The heavy tavern door swung open again, letting out the warmth, the light, and the roars of men wagering on dice or on the doomed birds in the cockpit. They tie spurs and sometimes razors to the cocks’ feet, and last week, one of the birds here turned on its owner and slashed his throat for putting it in the ring too many times. The man fell dead on the spot. They dragged the body away and went to get the cock, to kill it. But some sly competitor had already stolen the bird.
A couple emerged from the tavern. Typical patrons, one a well-dressed man in his thirties, his red felt toque marking a successful merchant, and the other a lad of perhaps seventeen—my age, in a thin gray cloak shiny with wear. Both were drunk and singing a carnival song loaded with double-entendres; the older, shorter man’s head was lolling on the shoulder of the lad’s, their arms wrapped around each other’s waists. They didn’t notice me or the handsome competitor, or Tommaso, who by then had managed to work up some more tears—dishonest ones now, for the patrons—that were trickling down his dirty cheeks.
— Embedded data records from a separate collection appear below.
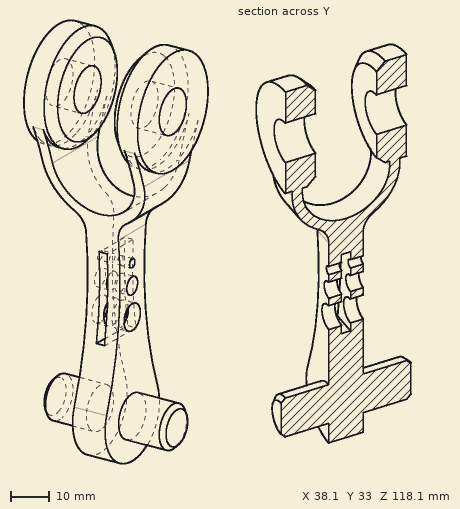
import cadquery as cq
import math

base_radius = 12.7
pin_z = base_radius
eye_z = 101.6
fork_z = 83.82

pin_radius = 6.35
pin_length = 38.1
pin_chamfer = 1.27

eye_radius = 16.51
eye_bore_diameter = 12.7
eye_outer_x = 17.78
eye_inner_x = 8.89
eye_chamfer = 2.54

fork_inner_radius = 12.7
fork_wall = 3.175
fork_outer_radius = fork_inner_radius + fork_wall
shank_half_width = 5.08
neck_fillet = 6.35

flank_radius = 101.6

slot_width = 2.54
slot_bottom_z = 34.29
slot_top_z = 59.69

shank_holes = [(7.62, 40.64), (5.08, 49.53), (2.54, 55.88)]


def x_cylinder(radius, x_start, x_end, z):
    """Cylinder along X between two X positions."""
    return (
        cq.Workplane("YZ", origin=(x_start, 0, z))
        .circle(radius)
        .extrude(x_end - x_start)
    )


def make_fork_and_shank():
    """Y-shaped profile in XZ, thick enough to be trimmed by the flanks."""
    depth = 2 * eye_radius

    def box(width, bottom, top):
        return cq.Workplane("XY", origin=(0, 0, bottom)).rect(width, depth).extrude(top - bottom)

    def y_cylinder(radius):
        return cq.Workplane("XZ", origin=(0, 0, fork_z)).circle(radius).extrude(depth / 2, both=True)

    neck_x = shank_half_width + neck_fillet
    centre_distance = fork_outer_radius + neck_fillet
    neck_z = fork_z - math.sqrt(centre_distance**2 - neck_x**2)
    touch_ratio = fork_outer_radius / centre_distance
    touch_x = neck_x * touch_ratio
    touch_z = fork_z + (neck_z - fork_z) * touch_ratio
    bisector = (math.pi + math.atan2(fork_z - neck_z, -neck_x)) / 2
    mid_x = neck_x + neck_fillet * math.cos(bisector)
    mid_z = neck_z + neck_fillet * math.sin(bisector)

    neck = (
        cq.Workplane("XZ")
        .moveTo(-shank_half_width, neck_z)
        .lineTo(shank_half_width, neck_z)
        .threePointArc((mid_x, mid_z), (touch_x, touch_z))
        .lineTo(-touch_x, touch_z)
        .threePointArc((-mid_x, mid_z), (-shank_half_width, neck_z))
        .close()
        .extrude(depth / 2, both=True)
    )
    shank = box(2 * shank_half_width, 0, neck_z)
    arms = box(2 * fork_outer_radius, fork_z, eye_z)
    arm_gap = box(2 * fork_inner_radius, fork_z, eye_z)
    solid = shank.union(neck).union(y_cylinder(fork_outer_radius)).union(arms)
    return solid.cut(y_cylinder(fork_inner_radius)).cut(arm_gap)


def make_side_envelope():
    """Side outline in YZ: a round base and two flank arcs that run tangent into the eye discs.

    The outline closes straight across, inside the discs, where the flanks meet their rims.
    """
    base_distance = flank_radius + base_radius
    eye_distance = flank_radius + eye_radius
    span = eye_z - pin_z
    flank_rise = (span**2 + base_distance**2 - eye_distance**2) / (2 * span)
    flank_z = pin_z + flank_rise
    flank_y = math.sqrt(base_distance**2 - flank_rise**2)
    waist = flank_y - flank_radius

    base_y = flank_y * base_radius / base_distance
    base_z = pin_z + flank_rise * base_radius / base_distance
    eye_y = flank_y * eye_radius / eye_distance
    eye_touch_z = eye_z + (flank_z - eye_z) * eye_radius / eye_distance

    return (
        cq.Workplane("YZ")
        .moveTo(base_y, base_z)
        .threePointArc((waist, flank_z), (eye_y, eye_touch_z))
        .lineTo(-eye_y, eye_touch_z)
        .threePointArc((-waist, flank_z), (-base_y, base_z))
        .threePointArc((0, pin_z - base_radius), (base_y, base_z))
        .close()
        .extrude(eye_outer_x, both=True)
    )


def make_eye_discs():
    """Pair of discs at the fork tips, chamfered on the facing rims."""
    right = x_cylinder(eye_radius, eye_inner_x, eye_outer_x, eye_z).faces("<X").chamfer(eye_chamfer)
    return right.union(right.mirror("YZ"))


def make_pin():
    """Cross pin with both ends chamfered."""
    pin = x_cylinder(pin_radius, -pin_length / 2, pin_length / 2, pin_z)
    return pin.faces("<X or >X").chamfer(pin_chamfer)


def make_slot():
    """Rectangular cutter running through the shank along Y."""
    height = slot_top_z - slot_bottom_z
    middle_z = (slot_top_z + slot_bottom_z) / 2
    return cq.Workplane("XY", origin=(0, 0, middle_z)).box(slot_width, 2 * base_radius, height)


link = make_fork_and_shank().intersect(make_side_envelope())
link = link.union(make_eye_discs()).union(make_pin())
link = link.cut(make_slot())
link = link.cut(x_cylinder(eye_bore_diameter / 2, -eye_outer_x, eye_outer_x, eye_z))
for hole_diameter, hole_z in shank_holes:
    link = link.cut(x_cylinder(hole_diameter / 2, -shank_half_width, shank_half_width, hole_z))

result = link

Our handsome prostitute watched the couple pass with a sigh. I barely noticed; I was too busy eyeing the solitary figure headed through the alleyway toward us, in the direction of the tavern.
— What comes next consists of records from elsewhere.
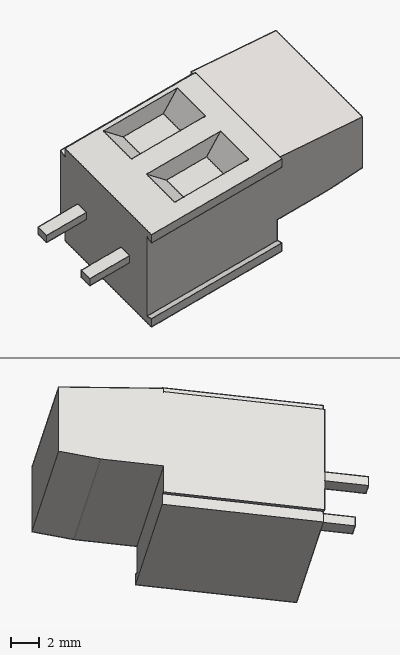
import cadquery as cq

POLE_COUNT = 2
PITCH = 5.0

BODY_WIDTH = POLE_COUNT * PITCH
BODY_HEIGHT = 10.0
BODY_LENGTH = 11.5
DOVETAIL_DEPTH = 0.52
DOVETAIL_OUTER_INSET = 0.7
DOVETAIL_INNER_INSET = 0.9

NOSE_LENGTH = 7.5
NOSE_ROOT_TOP = 9.58
NOSE_END_TOP = 8.7
NOSE_BOTTOM = 2.92
NOSE_END_BOTTOM = 3.2
NOSE_LEAD_LENGTH = 3.0

POCKET_WIDTH = 3.25
POCKET_LENGTH = 6.52
FLOOR_WIDTH = 2.56
FLOOR_LENGTH = 3.53
POCKET_DEPTH = 1.4
POCKET_SETBACK = 6.37

PIN_WIDTH = 1.0
PIN_HEIGHT = 0.76
PIN_LENGTH = 3.5

BODY_FRONT = PIN_LENGTH
BODY_BACK = BODY_FRONT + BODY_LENGTH
NOSE_END = BODY_BACK + NOSE_LENGTH
POLE_CENTRES = [(i + 0.5) * PITCH for i in range(POLE_COUNT)]


def make_block():
    """Dovetailed cross-section extruded along Y; the right edge repeats the left one."""
    edge = [
        (DOVETAIL_DEPTH, 0),
        (DOVETAIL_DEPTH, DOVETAIL_INNER_INSET),
        (0, DOVETAIL_OUTER_INSET),
        (0, BODY_HEIGHT - DOVETAIL_OUTER_INSET),
        (DOVETAIL_DEPTH, BODY_HEIGHT - DOVETAIL_INNER_INSET),
        (DOVETAIL_DEPTH, BODY_HEIGHT),
    ]
    right_edge = [(x + BODY_WIDTH, z) for x, z in reversed(edge)]
    return (
        cq.Workplane("XZ", origin=(0, BODY_FRONT, 0))
        .polyline(edge + right_edge)
        .close()
        .extrude(-BODY_LENGTH)
    )


def make_nose():
    """Side profile of the nose extruded across the poles."""
    profile = [
        (BODY_BACK, NOSE_BOTTOM),
        (NOSE_END - NOSE_LEAD_LENGTH, NOSE_BOTTOM),
        (NOSE_END, NOSE_END_BOTTOM),
        (NOSE_END, NOSE_END_TOP),
        (BODY_BACK, NOSE_ROOT_TOP),
    ]
    return cq.Workplane("YZ").polyline(profile).close().extrude(BODY_WIDTH)


def make_pocket(centre_x):
    """Cutter for a rectangular pocket narrowing from its rim to its floor."""
    return (
        cq.Workplane("XY", origin=(centre_x, BODY_FRONT + POCKET_SETBACK, BODY_HEIGHT))
        .rect(POCKET_WIDTH, POCKET_LENGTH)
        .workplane(offset=-POCKET_DEPTH)
        .rect(FLOOR_WIDTH, FLOOR_LENGTH)
        .loft(ruled=True)
    )


def make_housing():
    housing = make_block().union(make_nose())
    for centre_x in POLE_CENTRES:
        housing = housing.cut(make_pocket(centre_x))
    return housing


def make_pin(centre_x):
    """Rectangular pin standing on the front face of the housing, at mid height."""
    return (
        cq.Workplane("XZ", origin=(centre_x, BODY_FRONT, BODY_HEIGHT / 2))
        .rect(PIN_WIDTH, PIN_HEIGHT)
        .extrude(PIN_LENGTH)
    )


housing = make_housing()
pins = [make_pin(centre_x).val() for centre_x in POLE_CENTRES]

result = cq.Compound.makeCompound([housing.val(), *pins])

Leaning heavily on his cane, the man shuffled slowly into the arc of light cast by the torches. A very old man, judging from the stooped shoulders beneath his black cloak and the straggly white hair hanging over his ears. He wore a traditionally Florentine red felt toque, the kind that fits tightly over the ears and temples, but flares out a bit at the crown, like bread dough rising in a round pan. His face was lean and narrow with a sharp chin and a long, thin crooked nose, big enough but nothing like those gigantic twisted monsters sported by the cream of Florentine society, the Tornabuoni and Medici. But what set him apart most was the narrow swath of fine black silk tied around his head, covering one eye. I’m good at guessing professions and I took him for a banker.
The drunken couple emerging from the tavern staggered past the old man, jostling him so that he wobbled and had to struggle to regain his balance. He scowled in disapproval at the handsome prostitute’s solicitous smile.